Curriculum Learning Fine-Tuning for Mathematical Reasoning
Published:
Curriculum Learning Fine-Tuning for Mathematical Reasoning
Technologies: Python, PyTorch, Transformers, LoRA, HuggingFace, Weights & Biases Duration: November 2025 Links: GitHub | Blog Post | Interactive Notebook
Project Overview
Investigated whether curriculum learning—training models progressively from easy to hard problems—improves LLM mathematical reasoning capabilities.
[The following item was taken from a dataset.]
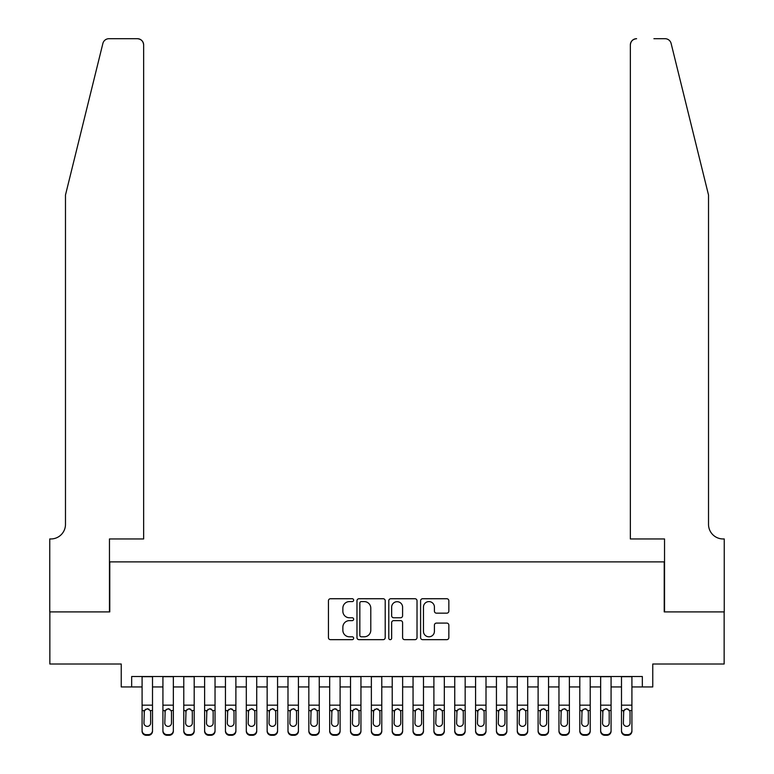 <?xml version="1.0" encoding="UTF-8"?>
<svg xmlns="http://www.w3.org/2000/svg" width="774" height="774" viewBox="0 0 774 774"><rect width="100%" height="100%" fill="white"/><g stroke="black" fill="none" stroke-linecap="round" stroke-linejoin="round"><path stroke-width="1.16" d="M353.65 600.169A1.432 1.432 0 0 0 352.218 598.737L330.479 598.737A2.041 2.041 0 0 0 328.437 600.788L328.437 637.612A2.041 2.041 0 0 0 330.479 639.663L352.218 639.663A1.432 1.432 0 0 0 353.65 638.231A1.432 1.432 0 0 0 352.218 636.799L349.403 636.799A6.55 6.55 0 0 1 342.863 630.249L342.863 627.182A6.55 6.55 0 0 1 349.403 620.632L352.218 620.632A1.432 1.432 0 0 0 353.65 619.2A1.432 1.432 0 0 0 352.218 617.768L349.403 617.768A6.55 6.55 0 0 1 342.863 611.218L342.863 608.151A6.55 6.55 0 0 1 349.403 601.601L352.218 601.601A1.432 1.432 0 0 0 353.65 600.169M446.792 613.163A2.041 2.041 0 0 0 448.843 611.121L448.843 600.788A2.041 2.041 0 0 0 446.792 598.737L422.652 598.737A2.041 2.041 0 0 0 420.601 600.788L420.601 637.612A2.041 2.041 0 0 0 422.652 639.663L446.792 639.663A2.041 2.041 0 0 0 448.843 637.612L448.843 625.131A2.041 2.041 0 0 0 446.792 623.089L436.459 623.089A2.041 2.041 0 0 0 434.417 625.131L434.417 631.323A5.476 5.476 0 0 1 428.941 636.799A5.476 5.476 0 0 1 423.465 631.323L423.465 607.077A5.476 5.476 0 0 1 428.941 601.601A5.476 5.476 0 0 1 434.417 607.077L434.417 611.121A2.041 2.041 0 0 0 436.459 613.163L446.792 613.163M131.667 686.944L131.667 676.524L642.333 676.524L642.333 686.944L652.763 686.944L652.763 664.015L724.145 664.015L724.145 611.905L664.227 611.905L664.227 561.876L109.773 561.876L109.773 611.905L49.855 611.905L49.855 664.015L121.237 664.015L121.237 686.944L142.087 686.944M385.21 600.788A2.041 2.041 0 0 0 383.159 598.737L359.02 598.737A2.041 2.041 0 0 0 356.978 600.788L356.978 637.612A2.041 2.041 0 0 0 359.02 639.663L383.159 639.663A2.041 2.041 0 0 0 385.21 637.612L385.21 600.788M390.841 598.737L414.98 598.737A2.041 2.041 0 0 1 417.022 600.788L417.022 637.612A2.041 2.041 0 0 1 414.98 639.663L404.647 639.663A2.041 2.041 0 0 1 402.596 637.612L402.596 622.673A2.041 2.041 0 0 0 400.555 620.632L393.705 620.632A2.041 2.041 0 0 0 391.654 622.673L391.654 638.231A1.432 1.432 0 0 1 390.222 639.663A1.432 1.432 0 0 1 388.79 638.231L388.79 600.788A2.041 2.041 0 0 1 390.841 598.737M152.507 686.944L162.927 686.944M173.347 686.944L183.777 686.944M194.197 686.944L204.617 686.944M215.037 686.944L225.457 686.944M235.886 686.944L246.306 686.944M256.726 686.944L267.146 686.944M277.566 686.944L287.996 686.944M298.416 686.944L308.836 686.944M319.256 686.944L329.676 686.944M340.105 686.944L350.525 686.944M360.945 686.944L371.365 686.944M381.785 686.944L392.215 686.944M402.635 686.944L413.055 686.944M423.475 686.944L433.895 686.944M444.324 686.944L454.744 686.944M465.164 686.944L475.584 686.944M486.004 686.944L496.434 686.944M506.854 686.944L517.274 686.944M527.694 686.944L538.114 686.944M548.543 686.944L558.963 686.944M569.383 686.944L579.803 686.944M590.223 686.944L600.653 686.944M611.073 686.944L621.493 686.944M631.913 686.944L642.333 686.944M361.274 601.601A1.432 1.432 0 0 0 359.842 603.033L359.842 635.367A1.432 1.432 0 0 0 361.274 636.799L364.235 636.799A6.55 6.55 0 0 0 370.785 630.249L370.785 608.151A6.55 6.55 0 0 0 364.235 601.601L361.274 601.601M402.596 607.184A5.476 5.476 0 0 0 397.13 601.708A5.476 5.476 0 0 0 391.654 607.184L391.654 615.727A2.041 2.041 0 0 0 393.705 617.768L400.555 617.768A2.041 2.041 0 0 0 402.596 615.727L402.596 607.184M142.087 711.209L142.087 730.511A4.17 4.131 0 0 0 146.257 734.642L148.337 734.642A4.17 4.131 0 0 0 152.507 730.511L152.507 731.169A4.17 4.131 180 0 1 148.337 735.3L148.337 734.642M150.63 723.071L150.63 712.09L150.63 723.071A3.338 3.309 180 0 1 147.292 726.38A3.338 3.309 180 0 0 150.63 723.071M143.964 723.719L143.964 723.071A3.338 3.309 180 0 0 147.292 726.38M145.56 709.226L143.964 711.828M149.034 709.226L147.292 708.732L150.262 710.551L150.63 712.09M152.507 676.524L152.507 731.169M142.087 676.524L142.087 731.169A4.17 4.131 180 0 0 146.257 735.3L148.337 735.3M142.087 710.551L144.332 710.551L143.964 723.071M144.332 710.551L147.292 708.732M102.874 43.46C104.461 40.025 104.461 40.025 102.874 43.46L65.48 195.029L65.48 524.356A14.59 14.59 0 0 1 50.891 538.956L49.749 538.956L49.749 611.905L109.463 611.905L109.463 538.956L143.645 538.956L143.645 44.95A6.25 6.25 0 0 0 137.395 38.7L108.941 38.7A6.25 6.25 0 0 0 102.874 43.46M120.096 38.7L137.395 38.7C141.168 39.097 143.248 41.186 143.645 44.95L143.645 538.956M65.48 524.356A14.59 14.59 0 0 1 50.891 538.956M697.055 148.55L671.126 43.46C669.539 40.025 669.539 40.025 671.126 43.46L708.52 195.029L708.52 524.356A14.59 14.59 0 0 0 723.11 538.956L724.251 538.956L724.251 611.905L664.537 611.905L664.537 538.956L630.355 538.956L630.355 44.95L630.355 538.956M653.904 38.7L665.059 38.7A6.25 6.25 0 0 1 671.126 43.46M636.605 38.7A6.25 6.25 0 0 0 630.355 44.95C630.752 41.186 632.832 39.097 636.605 38.7M708.52 524.356A14.59 14.59 0 0 0 723.11 538.956M162.927 711.209L162.927 731.169A4.17 4.131 180 0 0 167.097 735.3L169.187 735.3L169.187 734.642A4.17 4.131 0 0 0 173.347 730.511L173.347 731.169A4.17 4.131 180 0 1 169.187 735.3M171.48 723.071L171.48 712.09L171.48 723.071A3.338 3.309 180 0 1 168.142 726.38A3.338 3.309 180 0 0 171.48 723.071M164.804 723.719L164.804 723.071A3.338 3.309 180 0 0 168.142 726.38M166.4 709.226L164.804 711.828M169.883 709.226L168.142 708.732L171.102 710.551L171.48 712.09M183.777 711.209L183.777 731.169A4.17 4.131 180 0 0 187.937 735.3L190.027 735.3L190.027 734.642A4.17 4.131 0 0 0 194.197 730.511L194.197 731.169A4.17 4.131 180 0 1 190.027 735.3M192.32 723.071L192.32 712.09L192.32 723.071A3.338 3.309 180 0 1 188.982 726.38A3.338 3.309 180 0 0 192.32 723.071M185.654 723.719L185.654 723.071A3.338 3.309 180 0 0 188.982 726.38M187.24 709.226L185.654 711.828M190.723 709.226L188.982 708.732L191.952 710.551L192.32 712.09M204.617 711.209L204.617 731.169A4.17 4.131 180 0 0 208.787 735.3L210.867 735.3L210.867 734.642A4.17 4.131 0 0 0 215.037 730.511L215.037 731.169A4.17 4.131 180 0 1 210.867 735.3M213.16 723.071L213.16 712.09L213.16 723.071A3.338 3.309 180 0 1 209.831 726.38A3.338 3.309 180 0 0 213.16 723.071M206.494 723.719L206.494 723.071A3.338 3.309 180 0 0 209.831 726.38M208.09 709.226L206.494 711.828M211.563 709.226L209.831 708.732L212.792 710.551L213.16 712.09M225.457 711.209L225.457 731.169A4.17 4.131 180 0 0 229.626 735.3L231.716 735.3L231.716 734.642A4.17 4.131 0 0 0 235.886 730.511L235.886 731.169A4.17 4.131 180 0 1 231.716 735.3M234.009 723.071L234.009 712.09L234.009 723.071A3.338 3.309 180 0 1 230.671 726.38A3.338 3.309 180 0 0 234.009 723.071M227.333 723.719L227.333 723.071A3.338 3.309 180 0 0 230.671 726.38M228.93 709.226L227.333 711.828M232.413 709.226L230.671 708.732L233.642 710.551L234.009 712.09M173.347 676.524L173.347 731.169M162.927 676.524L162.927 730.511A4.17 4.131 0 0 0 167.097 734.642L169.187 734.642M167.097 734.642L167.097 735.3A4.17 4.131 180 0 1 162.927 731.169L162.927 730.511L162.927 731.169M162.927 710.551L165.172 710.551L164.804 723.071M165.172 710.551L168.142 708.732M194.197 676.524L194.197 731.169M183.777 676.524L183.777 730.511A4.17 4.131 0 0 0 187.937 734.642L190.027 734.642M187.937 734.642L187.937 735.3A4.17 4.131 180 0 1 183.777 731.169L183.777 730.511L183.777 731.169M183.777 710.551L186.021 710.551L185.654 723.071M186.021 710.551L188.982 708.732M215.037 676.524L215.037 731.169M204.617 676.524L204.617 730.511A4.17 4.131 0 0 0 208.787 734.642L210.867 734.642M208.787 734.642L208.787 735.3A4.17 4.131 180 0 1 204.617 731.169L204.617 730.511L204.617 731.169M204.617 710.551L206.861 710.551L206.494 723.071M206.861 710.551L209.831 708.732M235.886 676.524L235.886 731.169M225.457 676.524L225.457 730.511A4.17 4.131 0 0 0 229.626 734.642L231.716 734.642M229.626 734.642L229.626 735.3A4.17 4.131 180 0 1 225.457 731.169L225.457 730.511L225.457 731.169M225.457 710.551L227.701 710.551L227.333 723.071M227.701 710.551L230.671 708.732M246.306 711.209L246.306 731.169A4.17 4.131 180 0 0 250.476 735.3L252.556 735.3L252.556 734.642A4.17 4.131 0 0 0 256.726 730.511L256.726 731.169A4.17 4.131 180 0 1 252.556 735.3M254.849 723.071L254.849 712.09L254.849 723.071A3.338 3.309 180 0 1 251.511 726.38A3.338 3.309 180 0 0 254.849 723.071M248.183 723.719L248.183 723.071A3.338 3.309 180 0 0 251.511 726.38M249.779 709.226L248.183 711.828M253.253 709.226L251.511 708.732L254.482 710.551L254.849 712.09M256.726 676.524L256.726 731.169M246.306 676.524L246.306 730.511A4.17 4.131 0 0 0 250.476 734.642L252.556 734.642M250.476 734.642L250.476 735.3A4.17 4.131 180 0 1 246.306 731.169L246.306 730.511L246.306 731.169M246.306 710.551L248.551 710.551L248.183 723.071M248.551 710.551L251.511 708.732M267.146 711.209L267.146 731.169A4.17 4.131 180 0 0 271.316 735.3L273.406 735.3L273.406 734.642A4.17 4.131 0 0 0 277.566 730.511L277.566 731.169A4.17 4.131 180 0 1 273.406 735.3M275.699 723.071L275.699 712.09L275.699 723.071A3.338 3.309 180 0 1 272.361 726.38A3.338 3.309 180 0 0 275.699 723.071M269.023 723.719L269.023 723.071A3.338 3.309 180 0 0 272.361 726.38M270.619 709.226L269.023 711.828M274.102 709.226L272.361 708.732L275.321 710.551L275.699 712.09M277.566 676.524L277.566 731.169M267.146 676.524L267.146 730.511A4.17 4.131 0 0 0 271.316 734.642L273.406 734.642M271.316 734.642L271.316 735.3A4.17 4.131 180 0 1 267.146 731.169L267.146 730.511L267.146 731.169M267.146 710.551L269.391 710.551L269.023 723.071M269.391 710.551L272.361 708.732M287.996 711.209L287.996 731.169A4.17 4.131 180 0 0 292.156 735.3L294.246 735.3L294.246 734.642A4.17 4.131 0 0 0 298.416 730.511L298.416 731.169A4.17 4.131 180 0 1 294.246 735.3M296.539 723.071L296.539 712.09L296.539 723.071A3.338 3.309 180 0 1 293.201 726.38A3.338 3.309 180 0 0 296.539 723.071M289.873 723.719L289.873 723.071A3.338 3.309 180 0 0 293.201 726.38M291.459 709.226L289.873 711.828M294.942 709.226L293.201 708.732L296.171 710.551L296.539 712.09M298.416 676.524L298.416 731.169M287.996 676.524L287.996 730.511A4.17 4.131 0 0 0 292.156 734.642L294.246 734.642M292.156 734.642L292.156 735.3A4.17 4.131 180 0 1 287.996 731.169L287.996 730.511L287.996 731.169M287.996 710.551L290.24 710.551L289.873 723.071M290.24 710.551L293.201 708.732M308.836 711.209L308.836 731.169A4.17 4.131 180 0 0 313.006 735.3L315.086 735.3L315.086 734.642A4.17 4.131 0 0 0 319.256 730.511L319.256 731.169A4.17 4.131 180 0 1 315.086 735.3M317.379 723.071L317.379 712.09L317.379 723.071A3.338 3.309 180 0 1 314.051 726.38A3.338 3.309 180 0 0 317.379 723.071M310.713 723.719L310.713 723.071A3.338 3.309 180 0 0 314.051 726.38M312.309 709.226L310.713 711.828M315.782 709.226L314.051 708.732L317.011 710.551L317.379 712.09M319.256 676.524L319.256 731.169M308.836 676.524L308.836 730.511A4.17 4.131 0 0 0 313.006 734.642L315.086 734.642M313.006 734.642L313.006 735.3A4.17 4.131 180 0 1 308.836 731.169L308.836 730.511L308.836 731.169M308.836 710.551L311.08 710.551L310.713 723.071M311.08 710.551L314.051 708.732M329.676 711.209L329.676 731.169A4.17 4.131 180 0 0 333.846 735.3L335.935 735.3L335.935 734.642A4.17 4.131 0 0 0 340.105 730.511L340.105 731.169A4.17 4.131 180 0 1 335.935 735.3M338.228 723.071L338.228 712.09L338.228 723.071A3.338 3.309 180 0 1 334.89 726.38A3.338 3.309 180 0 0 338.228 723.071M331.553 723.719L331.553 723.071A3.338 3.309 180 0 0 334.89 726.38M333.149 709.226L331.553 711.828M336.632 709.226L334.89 708.732L337.861 710.551L338.228 712.09M340.105 676.524L340.105 731.169M329.676 676.524L329.676 730.511A4.17 4.131 0 0 0 333.846 734.642L335.935 734.642M333.846 734.642L333.846 735.3A4.17 4.131 180 0 1 329.676 731.169L329.676 730.511L329.676 731.169M329.676 710.551L331.92 710.551L331.553 723.071M331.92 710.551L334.89 708.732M350.525 711.209L350.525 731.169A4.17 4.131 180 0 0 354.695 735.3L356.775 735.3L356.775 734.642A4.17 4.131 0 0 0 360.945 730.511L360.945 731.169A4.17 4.131 180 0 1 356.775 735.3M359.068 723.071L359.068 712.09L359.068 723.071A3.338 3.309 180 0 1 355.73 726.38A3.338 3.309 180 0 0 359.068 723.071M352.402 723.719L352.402 723.071A3.338 3.309 180 0 0 355.73 726.38M353.999 709.226L352.402 711.828M357.472 709.226L355.73 708.732L358.701 710.551L359.068 712.09M360.945 676.524L360.945 731.169M350.525 676.524L350.525 730.511A4.17 4.131 0 0 0 354.695 734.642L356.775 734.642M354.695 734.642L354.695 735.3A4.17 4.131 180 0 1 350.525 731.169L350.525 730.511L350.525 731.169M350.525 710.551L352.77 710.551L352.402 723.071M352.77 710.551L355.73 708.732M371.365 711.209L371.365 731.169A4.17 4.131 180 0 0 375.535 735.3L377.625 735.3L377.625 734.642A4.17 4.131 0 0 0 381.785 730.511L381.785 731.169A4.17 4.131 180 0 1 377.625 735.3M379.918 723.071L379.918 712.09L379.918 723.071A3.338 3.309 180 0 1 376.58 726.38A3.338 3.309 180 0 0 379.918 723.071M373.242 723.719L373.242 723.071A3.338 3.309 180 0 0 376.58 726.38M374.839 709.226L373.242 711.828M378.322 709.226L376.58 708.732L379.541 710.551L379.918 712.09M381.785 676.524L381.785 731.169M371.365 676.524L371.365 730.511A4.17 4.131 0 0 0 375.535 734.642L377.625 734.642M375.535 734.642L375.535 735.3A4.17 4.131 180 0 1 371.365 731.169L371.365 730.511L371.365 731.169M371.365 710.551L373.61 710.551L373.242 723.071M373.61 710.551L376.58 708.732M392.215 711.209L392.215 731.169A4.17 4.131 180 0 0 396.375 735.3L398.465 735.3L398.465 734.642A4.17 4.131 0 0 0 402.635 730.511L402.635 731.169A4.17 4.131 180 0 1 398.465 735.3M400.758 723.071L400.758 712.09L400.758 723.071A3.338 3.309 180 0 1 397.42 726.38A3.338 3.309 180 0 0 400.758 723.071M394.082 723.719L394.082 723.071A3.338 3.309 180 0 0 397.42 726.38M395.678 709.226L394.082 711.828M399.161 709.226L397.42 708.732L400.39 710.551L400.758 712.09M402.635 676.524L402.635 731.169M392.215 676.524L392.215 730.511A4.17 4.131 0 0 0 396.375 734.642L398.465 734.642M396.375 734.642L396.375 735.3A4.17 4.131 180 0 1 392.215 731.169L392.215 730.511L392.215 731.169M392.215 710.551L394.459 710.551L394.082 723.071M394.459 710.551L397.42 708.732M413.055 711.209L413.055 731.169A4.17 4.131 180 0 0 417.225 735.3L419.305 735.3L419.305 734.642A4.17 4.131 0 0 0 423.475 730.511L423.475 731.169A4.17 4.131 180 0 1 419.305 735.3M421.598 723.071L421.598 712.09L421.598 723.071A3.338 3.309 180 0 1 418.27 726.38A3.338 3.309 180 0 0 421.598 723.071M414.932 723.719L414.932 723.071A3.338 3.309 180 0 0 418.27 726.38M416.528 709.226L414.932 711.828M420.001 709.226L418.27 708.732L421.23 710.551L421.598 712.09M423.475 676.524L423.475 731.169M413.055 676.524L413.055 730.511A4.17 4.131 0 0 0 417.225 734.642L419.305 734.642M417.225 734.642L417.225 735.3A4.17 4.131 180 0 1 413.055 731.169L413.055 730.511L413.055 731.169M413.055 710.551L415.299 710.551L414.932 723.071M415.299 710.551L418.27 708.732M433.895 711.209L433.895 731.169A4.17 4.131 180 0 0 438.065 735.3L440.154 735.3L440.154 734.642A4.17 4.131 0 0 0 444.324 730.511L444.324 731.169A4.17 4.131 180 0 1 440.154 735.3M442.447 723.071L442.447 712.09L442.447 723.071A3.338 3.309 180 0 1 439.11 726.38A3.338 3.309 180 0 0 442.447 723.071M435.772 723.719L435.772 723.071A3.338 3.309 180 0 0 439.11 726.38M437.368 709.226L435.772 711.828M440.851 709.226L439.11 708.732L442.08 710.551L442.447 712.09M444.324 676.524L444.324 731.169M433.895 676.524L433.895 730.511A4.17 4.131 0 0 0 438.065 734.642L440.154 734.642M438.065 734.642L438.065 735.3A4.17 4.131 180 0 1 433.895 731.169L433.895 730.511L433.895 731.169M433.895 710.551L436.139 710.551L435.772 723.071M436.139 710.551L439.11 708.732M454.744 711.209L454.744 731.169A4.17 4.131 180 0 0 458.914 735.3L460.994 735.3L460.994 734.642A4.17 4.131 0 0 0 465.164 730.511L465.164 731.169A4.17 4.131 180 0 1 460.994 735.3M463.287 723.071L463.287 712.09L463.287 723.071A3.338 3.309 180 0 1 459.95 726.38A3.338 3.309 180 0 0 463.287 723.071M456.621 723.719L456.621 723.071A3.338 3.309 180 0 0 459.95 726.38M458.218 709.226L456.621 711.828M461.691 709.226L459.95 708.732L462.92 710.551L463.287 712.09M465.164 676.524L465.164 731.169M454.744 676.524L454.744 730.511A4.17 4.131 0 0 0 458.914 734.642L460.994 734.642M458.914 734.642L458.914 735.3A4.17 4.131 180 0 1 454.744 731.169L454.744 730.511L454.744 731.169M454.744 710.551L456.989 710.551L456.621 723.071M456.989 710.551L459.95 708.732M475.584 711.209L475.584 731.169A4.17 4.131 180 0 0 479.754 735.3L481.844 735.3L481.844 734.642A4.17 4.131 0 0 0 486.004 730.511L486.004 731.169A4.17 4.131 180 0 1 481.844 735.3M484.127 723.071L484.127 712.09L484.127 723.071A3.338 3.309 180 0 1 480.799 726.38A3.338 3.309 180 0 0 484.127 723.071M477.461 723.719L477.461 723.071A3.338 3.309 180 0 0 480.799 726.38M479.058 709.226L477.461 711.828M482.541 709.226L480.799 708.732L483.76 710.551L484.127 712.09M486.004 676.524L486.004 731.169M475.584 676.524L475.584 730.511A4.17 4.131 0 0 0 479.754 734.642L481.844 734.642M479.754 734.642L479.754 735.3A4.17 4.131 180 0 1 475.584 731.169L475.584 730.511L475.584 731.169M475.584 710.551L477.829 710.551L477.461 723.071M477.829 710.551L480.799 708.732M496.434 711.209L496.434 731.169A4.17 4.131 180 0 0 500.594 735.3L502.684 735.3L502.684 734.642A4.17 4.131 0 0 0 506.854 730.511L506.854 731.169A4.17 4.131 180 0 1 502.684 735.3M504.977 723.071L504.977 712.09L504.977 723.071A3.338 3.309 180 0 1 501.639 726.38A3.338 3.309 180 0 0 504.977 723.071M498.301 723.719L498.301 723.071A3.338 3.309 180 0 0 501.639 726.38M499.898 709.226L498.301 711.828M503.381 709.226L501.639 708.732L504.609 710.551L504.977 712.09M506.854 676.524L506.854 731.169M496.434 676.524L496.434 730.511A4.17 4.131 0 0 0 500.594 734.642L502.684 734.642M500.594 734.642L500.594 735.3A4.17 4.131 180 0 1 496.434 731.169L496.434 730.511L496.434 731.169M496.434 710.551L498.679 710.551L498.301 723.071M498.679 710.551L501.639 708.732M517.274 711.209L517.274 731.169A4.17 4.131 180 0 0 521.444 735.3L523.524 735.3L523.524 734.642A4.17 4.131 0 0 0 527.694 730.511L527.694 731.169A4.17 4.131 180 0 1 523.524 735.3M525.817 723.071L525.817 712.09L525.817 723.071A3.338 3.309 180 0 1 522.489 726.38A3.338 3.309 180 0 0 525.817 723.071M519.151 723.719L519.151 723.071A3.338 3.309 180 0 0 522.489 726.38M520.747 709.226L519.151 711.828M524.221 709.226L522.489 708.732L525.449 710.551L525.817 712.09M527.694 676.524L527.694 731.169M517.274 676.524L517.274 730.511A4.17 4.131 0 0 0 521.444 734.642L523.524 734.642M521.444 734.642L521.444 735.3A4.17 4.131 180 0 1 517.274 731.169L517.274 730.511L517.274 731.169M517.274 710.551L519.518 710.551L519.151 723.071M519.518 710.551L522.489 708.732M538.114 711.209L538.114 731.169A4.17 4.131 180 0 0 542.284 735.3L544.374 735.3L544.374 734.642A4.17 4.131 0 0 0 548.543 730.511L548.543 731.169A4.17 4.131 180 0 1 544.374 735.3M546.667 723.071L546.667 712.09L546.667 723.071A3.338 3.309 180 0 1 543.329 726.38A3.338 3.309 180 0 0 546.667 723.071M539.991 723.719L539.991 723.071A3.338 3.309 180 0 0 543.329 726.38M541.587 709.226L539.991 711.828M545.07 709.226L543.329 708.732L546.299 710.551L546.667 712.09M548.543 676.524L548.543 731.169M538.114 676.524L538.114 730.511A4.17 4.131 0 0 0 542.284 734.642L544.374 734.642M542.284 734.642L542.284 735.3A4.17 4.131 180 0 1 538.114 731.169L538.114 730.511L538.114 731.169M538.114 710.551L540.358 710.551L539.991 723.071M540.358 710.551L543.329 708.732M558.963 711.209L558.963 731.169A4.17 4.131 180 0 0 563.133 735.3L565.214 735.3L565.214 734.642A4.17 4.131 0 0 0 569.383 730.511L569.383 731.169A4.17 4.131 180 0 1 565.214 735.3M567.506 723.071L567.506 712.09L567.506 723.071A3.338 3.309 180 0 1 564.169 726.38A3.338 3.309 180 0 0 567.506 723.071M560.84 723.719L560.84 723.071A3.338 3.309 180 0 0 564.169 726.38M562.437 709.226L560.84 711.828M565.91 709.226L564.169 708.732L567.139 710.551L567.506 712.09M569.383 676.524L569.383 731.169M558.963 676.524L558.963 730.511A4.17 4.131 0 0 0 563.133 734.642L565.214 734.642M563.133 734.642L563.133 735.3A4.17 4.131 180 0 1 558.963 731.169L558.963 730.511L558.963 731.169M558.963 710.551L561.208 710.551L560.84 723.071M561.208 710.551L564.169 708.732M579.803 711.209L579.803 731.169A4.17 4.131 180 0 0 583.973 735.3L586.063 735.3L586.063 734.642A4.17 4.131 0 0 0 590.223 730.511L590.223 731.169A4.17 4.131 180 0 1 586.063 735.3M588.346 723.071L588.346 712.09L588.346 723.071A3.338 3.309 180 0 1 585.018 726.38A3.338 3.309 180 0 0 588.346 723.071M581.68 723.719L581.68 723.071A3.338 3.309 180 0 0 585.018 726.38M583.277 709.226L581.68 711.828M586.76 709.226L585.018 708.732L587.979 710.551L588.346 712.09M590.223 676.524L590.223 731.169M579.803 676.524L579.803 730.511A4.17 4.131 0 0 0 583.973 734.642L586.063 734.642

Compared two curriculum strategies against baseline random-order training.
Key Results
Complexity-Based Curriculum (✅ Success):
- +1.37% accuracy improvement on difficult problems (Phi-3 2.7B)
- +2.34% improvement on medium difficulty problems
- Validates multi-factor difficulty estimation approach
Answer-Length Curriculum (❌ Failure):
- -0.39% to -3.51% degradation across model sizes
- Proves naive heuristics can hurt performance
- Important negative result for the field
Model Size Dependency:
- Medium models (2.7B) benefit most from curriculum learning
- Tiny models (135M) show minimal improvement (insufficient capacity)
- Suggests curriculum learning effectiveness scales with model size
Technical Implementation
Models Fine-Tuned:
- Phi-3 (2.7B parameters) - best curriculum learning gains
- SmolLM2 (135M parameters) - baseline for small model behavior
Dataset:
- GSM8K: 8.5K grade school math word problems
- Split into 3 curriculum stages: Easy (33%) → Normal (33%) → Difficult (34%)
- 500 held-out samples for evaluation
Curriculum Strategies:
- Naive Answer-Length Strategy:
- Sort by answer length (short → long)
- Hypothesis: longer answers = harder problems
- Result: Degraded performance (wrong assumption)
- Complexity-Based Strategy (Novel):
- Multi-factor scoring:
complexity = solution_steps × operation_complexity - Accounts for reasoning chains and mathematical operations
- Result: Improved performance on difficult problems
- Multi-factor scoring:
Training Approach:
- LoRA fine-tuning for parameter efficiency (r=16, alpha=32)
- Progressive training: Train stage 1 → merge → train stage 2 → merge → train stage 3
- Model merging between stages preserves learned knowledge
- Weights & Biases for experiment tracking and visualization
Experimental Design
Baselines:
- Random-order training (standard fine-tuning)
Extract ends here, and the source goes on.